Singing a Song Like "Shut Up"

Because no one has ever written about the drama and joys of being a teenage girl... **insert eye roll** yet another timeless coming-of-age story of a lost girl. Maybe. Not really, nor at all.

Thursday, January 11, 2007

It Comes And Goes

And someone pretends to give a damn...

Why am I always so manic? Sometimes, I 'm euphoric, others utterly and completely without hope. What was it, two weeks ago? Just one? Oh, I suppose 12 days ago. I was "gonna do it."

Sounds improbable, my mom was home, Antonio was home, even Tamara and her mom were here. But I was all alone. Doing whatever I was supposed to be doing. But I CRIED, my GOD, how I cried. and then, I got calm. Stood up. I couldn't stop walking. I put the bottle of bleach to my lips, and tipped it back. It flowed, towards my lips, relentlessly. But then, I thought, "No."

How else am I going to get back at them if I'm alive? I cried some more. Oh, my weakness, oh, my blessed weakness, nearly took my life, my weakness saved it.

Things go up and down. I really hate small towns. The small town thought. The small town xenophobia. Even with cultural differences, everyone looks the same. I heard so much racist, closed minded crap, it would have made your ears bleed. I wanted to scream. And I again wanted to die.

Because no one's got the balls anymore. No one wants to muck around in the woods at night. "It's dark." or "it's cold." or "it's muddy, i don't wanna get muddy."

People don't wanna do what it takes to win. People would rather keep their shoes clean than have some fun. It's stupid. And no one sees it from my eyes. They scoff at me, like every thought I've ever had is completely worthless. And since my thoughts are all I truly have, I am, therefore, worthless.
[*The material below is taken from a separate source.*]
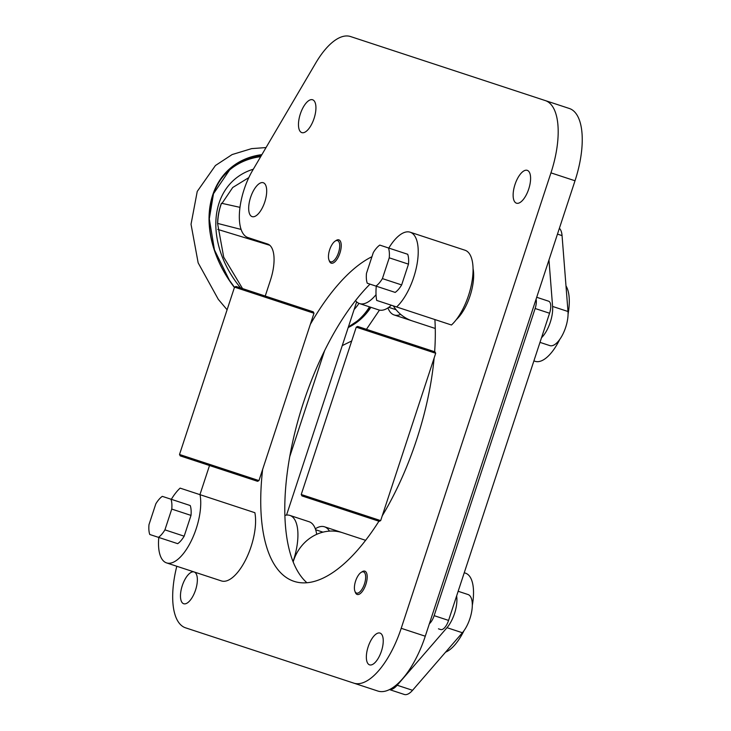 <?xml version="1.0" encoding="UTF-8"?>
<svg xmlns="http://www.w3.org/2000/svg" width="731" height="731" viewBox="0 0 731 731"><rect width="100%" height="100%" fill="white"/><g stroke="black" fill="none" stroke-linecap="round" stroke-linejoin="round"><path stroke-width="1.1" d="M242.546 288.59L223.713 257.193L217.564 223.403A85.417 63.871 -130.6 0 1 221.411 203.236L239.987 207.348M241.093 229.433L217.674 223.43A85.317 63.789 -130.6 0 1 221.52 203.255M217.747 229.406L269.821 245.305M473.058 268.597A33.452 13.98 108.2 0 1 470.042 295.9A33.452 13.98 108.2 0 1 456.263 319.675M458.154 591.278L468.014 594.522A22.295 9.32 108.2 0 1 471.897 610.284A22.295 9.32 108.2 0 1 462.385 632.744L412.558 690.302A22.295 9.32 108.2 0 1 404.261 694.45L389.477 689.589M456.619 595.929A22.295 9.32 108.2 0 1 446.988 627.682L397.161 685.239A22.295 9.32 108.2 0 1 389.559 689.543M539.99 342.373L549.849 345.617A22.295 9.32 -71.8 0 0 562.331 335.227A22.295 9.32 -71.8 0 0 567.996 311.507L562.057 235.61A22.295 9.32 -71.8 0 0 559.389 228.291M541.516 337.722A22.295 9.32 -71.8 0 0 552.599 306.444L548.963 259.989M393.315 305.887A41.813 37.985 108.2 0 0 412.357 320.946L435.265 328.475M329.443 531.126A41.813 17.471 -71.8 0 0 324.509 526.804L342.702 532.78A41.813 37.985 108.2 0 0 338.946 531.775A41.813 37.985 108.2 0 0 293.158 561.92M356.253 327.15L357.66 326.437L361.754 327.78L434.982 351.858L435.694 353.265L356.253 327.15L301.236 494.503L380.668 520.618L435.694 353.265M380.668 520.618L379.261 521.331L301.94 495.91L301.236 494.503M258.957 480.605L257.55 481.309L183.253 456.884L180.228 455.888L179.515 454.481L258.957 480.605L313.983 313.252L234.541 287.137L179.515 454.481M234.541 287.137L235.949 286.424L238.973 287.411L313.27 311.845L313.983 313.252M363.691 585.997A11.148 4.66 -71.8 0 0 365.473 574.904A11.148 4.66 -71.8 0 0 361.087 572.419A11.148 4.66 -71.8 0 0 355.604 581.035A11.148 4.66 -71.8 0 0 354.91 591.233A11.148 4.66 -71.8 0 0 363.691 585.997M366.35 287.904L367.337 286.863M335.246 259.121A11.148 4.66 -71.8 0 0 339.714 245.707A11.148 4.66 -71.8 0 0 335.145 241.129A11.148 4.66 -71.8 0 0 329.663 249.746A11.148 4.66 -71.8 0 0 328.959 259.934A11.148 4.66 -71.8 0 0 335.246 259.121M568.078 314.083A41.813 17.471 -71.8 0 0 565.995 285.922M533.895 360.904L535.119 361.306A41.813 17.471 -71.8 0 0 559.736 339.44M324.509 526.804A41.813 17.471 -71.8 0 0 315.326 528.805M293.049 561.655A41.813 17.471 -71.8 0 0 289.869 515.41A41.813 17.471 -71.8 0 0 284.88 515.419M316.697 534.343A41.813 17.471 -71.8 0 0 309.112 521.742L289.869 515.41M322.956 532.159A36.239 15.141 -71.8 0 0 322.773 532.095L315.655 529.756M265.234 296.046L270.452 280.165A33.452 13.98 -71.8 0 0 267.628 244.017L247.928 237.548A44.6 18.64 108.2 0 1 252.57 170.478L315.728 63.049A66.896 27.952 108.2 0 1 350.551 36.55L569.348 108.49A66.896 27.952 108.2 0 1 575.014 180.767L425.268 636.217A66.896 27.952 108.2 0 1 377.817 691.033L185.573 627.828A66.896 27.952 108.2 0 1 176.801 566.26M306.91 582.744A172.818 72.214 108.2 0 1 292.007 445.005A172.818 72.214 108.2 0 1 370.005 284.14M381.436 651.147A16.722 6.99 108.2 0 1 369.575 664.854A16.722 6.99 108.2 0 1 368.159 646.78A16.722 6.99 108.2 0 1 380.029 633.083A16.722 6.99 108.2 0 1 381.436 651.147M195.552 590.036A16.722 6.99 108.2 0 1 183.691 603.733A16.722 6.99 108.2 0 1 182.275 585.668A16.722 6.99 108.2 0 1 194.135 571.962A16.722 6.99 108.2 0 1 195.552 590.036M528.723 189.027A17.279 7.219 108.2 0 1 516.461 203.181A17.279 7.219 108.2 0 1 514.999 184.514A17.279 7.219 108.2 0 1 527.261 170.35A17.279 7.219 108.2 0 1 528.723 189.027M314.065 118.449A17.279 7.219 108.2 0 1 301.802 132.613A17.279 7.219 108.2 0 1 300.34 113.935A17.279 7.219 108.2 0 1 312.594 99.772A17.279 7.219 108.2 0 1 314.065 118.449M264.768 202.003A17.836 7.456 108.2 0 1 252.113 216.623A17.836 7.456 108.2 0 1 250.605 197.343A17.836 7.456 108.2 0 1 263.251 182.723A17.836 7.456 108.2 0 1 264.768 202.003M361.607 572.126A12.263 5.126 108.2 0 1 364.824 571.158A12.263 5.126 108.2 0 1 365.865 584.407A12.263 5.126 108.2 0 1 357.167 594.458A12.263 5.126 108.2 0 1 355.147 591.772M335.657 240.837A12.263 5.126 108.2 0 1 338.882 239.869A12.263 5.126 108.2 0 1 339.915 253.118A12.263 5.126 108.2 0 1 331.216 263.169A12.263 5.126 108.2 0 1 329.197 260.483M199.938 494.649L209.514 465.519M545.289 100.576A66.896 27.952 108.2 0 1 550.955 172.863L401.209 628.304A66.896 27.952 108.2 0 1 353.758 683.129M434.123 358.044A172.818 72.214 108.2 0 1 416.624 439.715A172.818 72.214 108.2 0 1 382.24 515.839M378.923 521.221A172.818 72.214 108.2 0 1 294.045 581.337A172.818 72.214 108.2 0 1 262.639 469.412M310.3 324.436A172.818 72.214 108.2 0 1 371.951 256.7M434.881 319.548A172.818 72.214 108.2 0 1 434.643 351.748M267.628 244.017L247.928 237.548M286.534 515.09L356.646 301.848M289.714 456.756L324.591 350.697M536.709 297.279L548.625 301.199A11.148 4.66 108.2 0 1 549.566 313.243L448.578 620.409A11.148 4.66 108.2 0 1 440.665 629.546L438.454 628.815M549.566 313.243L535.129 308.5L434.141 615.657L448.578 620.409M429.371 623.744A11.148 4.66 -71.8 0 0 434.141 615.657M535.129 308.5A11.148 4.66 -71.8 0 0 536.088 299.162M376.036 294.657A41.813 17.471 108.2 0 1 359.515 303.575L378.759 309.907A41.813 17.471 -71.8 0 0 391.332 305.229M359.515 303.575A41.813 17.471 108.2 0 1 355.504 300.605M387.951 307.906A41.813 17.471 -71.8 0 0 394.155 314.96A41.813 17.471 -71.8 0 0 400.698 314.403M396.092 309.725A36.239 15.141 108.2 0 1 395.9 309.67L388.782 307.331M464.249 572.748L465.473 573.15A41.813 17.471 108.2 0 1 472.308 605.359M463.975 630.716A41.813 17.471 108.2 0 1 445.581 652.153M164.923 529.856A22.853 9.549 108.2 0 1 158.453 537.34L177.697 543.672A22.853 9.549 108.2 0 0 184.166 536.188L164.923 529.856L171.758 509.078L191.001 515.401A22.853 9.549 108.2 0 0 190.234 505.541L170.99 499.209A22.853 9.549 108.2 0 1 171.758 509.078M170.99 499.209L162.3 496.358A22.853 9.549 108.2 0 0 155.822 503.842L148.996 524.62A22.853 9.549 108.2 0 0 149.764 534.489L158.453 537.34M171.328 499.328A41.813 17.471 108.2 0 1 180.109 488.125L200.029 494.677A41.813 17.471 108.2 0 1 191.239 540.913A41.813 17.471 108.2 0 1 166.558 562.897A41.813 17.471 108.2 0 1 158.791 537.459M184.166 536.188L191.001 515.401M200.029 494.677L254.872 512.705A41.813 17.471 108.2 0 1 246.082 558.95A41.813 17.471 108.2 0 1 221.411 580.926L166.558 562.897M375.926 286.086L395.179 292.409A22.853 9.549 108.2 0 0 401.648 284.926L382.404 278.602A22.853 9.549 108.2 0 1 375.926 286.086L367.245 283.226A22.853 9.549 108.2 0 1 366.469 273.367L373.303 252.579A22.853 9.549 108.2 0 1 379.782 245.095L388.463 247.955A22.853 9.549 108.2 0 1 389.239 257.824L408.483 264.147A22.853 9.549 108.2 0 0 407.715 254.278L388.463 247.955M382.404 278.602L389.239 257.824M388.81 248.065A41.813 17.471 108.2 0 1 410.164 232.202A41.813 17.471 108.2 0 1 416.981 264.54A41.813 17.471 108.2 0 1 396.613 306.965L376.693 300.423A41.813 17.471 108.2 0 1 376.273 286.196M407.715 254.278L399.025 251.427M401.648 284.926L408.483 264.147M410.164 232.202L465.007 250.23A41.813 17.471 108.2 0 1 471.824 282.568A41.813 17.471 108.2 0 1 451.466 325.003L396.613 306.965M234.423 287.484A99.745 74.58 -130.6 0 1 229.443 168.998A99.745 74.58 -130.6 0 1 261.881 154.643M370.882 307.312A99.745 74.58 -130.6 0 1 348.194 327.552M234.45 287.42A99.233 74.197 -130.6 0 1 229.525 169.592A99.233 74.197 -130.6 0 1 230.329 168.888A99.233 74.197 -130.6 0 1 261.46 155.356M370.297 307.121A99.233 74.197 -130.6 0 1 359.515 319.548A99.233 74.197 -130.6 0 1 348.376 326.985L359.515 319.548M359.031 319.959A99.233 74.197 49.4 0 0 369.932 307.002M261.013 156.114A99.233 74.197 49.4 0 0 229.863 169.3M221.438 178.565A98.877 73.922 -130.6 0 1 228.556 170.89A98.877 73.922 -130.6 0 1 260.693 156.662M369.493 306.856A98.877 73.922 -130.6 0 1 348.596 326.867M253.301 169.226A88.488 66.165 49.4 0 0 240.645 287.968M354.106 309.569A88.488 66.165 49.4 0 0 358.967 303.365M397.161 685.239L412.558 690.302M446.988 627.682L462.385 632.744M562.057 235.61L557.479 234.112M567.996 311.507L552.599 306.444M575.014 180.767L550.955 172.863M425.268 636.217L401.209 628.304M227.094 309.77L218.295 299.335L198.156 262.858L191.029 224.271L197.242 191.431L215.435 165.517L232.129 154.561L251.638 148.621L266.038 147.561M379.471 310.099L366.441 329.325M351.712 340.975L342.254 345.608M230.329 168.888L213.489 193.742L209.294 218.861L214.439 249.874L229.388 280.211L234.496 287.274M222.023 203.364L232.732 187.492L248.823 177.606M342.702 532.78L365.61 540.319M354.91 591.233L355.357 592.421M361.087 572.419L362.156 571.724M328.959 259.934L329.407 261.122M335.145 241.129L336.214 240.435M412.357 320.946L394.155 314.96"/></g></svg>

I've known it from the start, but when it comes from certain lips, Lord, it makes my blood boil. I am sorry I am this way, I am sorry to be so angry, but I can't help it. Trying to change doesn't do anything, and no one can really change who they are. It sickens everyone I know when I rage. It sickens me, too. But sometimes, I just can't control myself. Stuff breaks, words fly, and I break myself. I hate myself. Why the fuck do you think I cut myself??

And through it all, all i want is LOVE. Not just "love." I want "LOVE." Relentless. Unconditional. Like I'm all there is. I don't want to be some consolation prize. "Well, she moved away, and I never bothered to ask her out, so i got you. Lucky for you!" and I don't want to be manipulated into things. I want more control than "if you don't come, i'll dump you." and "I've taken enough shit, i don't need it from you."

I don't like it when he drinks. I hate it. It's the worst. He hurts me then. He says terrible things. He breaks my heart. He hurts himself. He gets in fights. He gets in trouble with the cops. He cries to me. He yells at me. He trusts me. He trusts no one. He needs to STOP! But he can't, he won't, because no one fucking changes, it's all just a big load of crap. I hate it all.

I hate it all. I want it to end, I want it how I want it. I want it where I can deal. I want it how I want it, I WANT IT NOW!

If only I were born 4 years earlier...I could have had what I really wanted in the first place. I wouldn't have had to waste my time with jerks, until I was "legal." I wouldn't have had to give up the one I loved for true love. I wouldn't have had to lose my fantasy. If i were born just 4 years earlier, i'm sure, things would be different. Maybe I could even stand to look at my wretched self.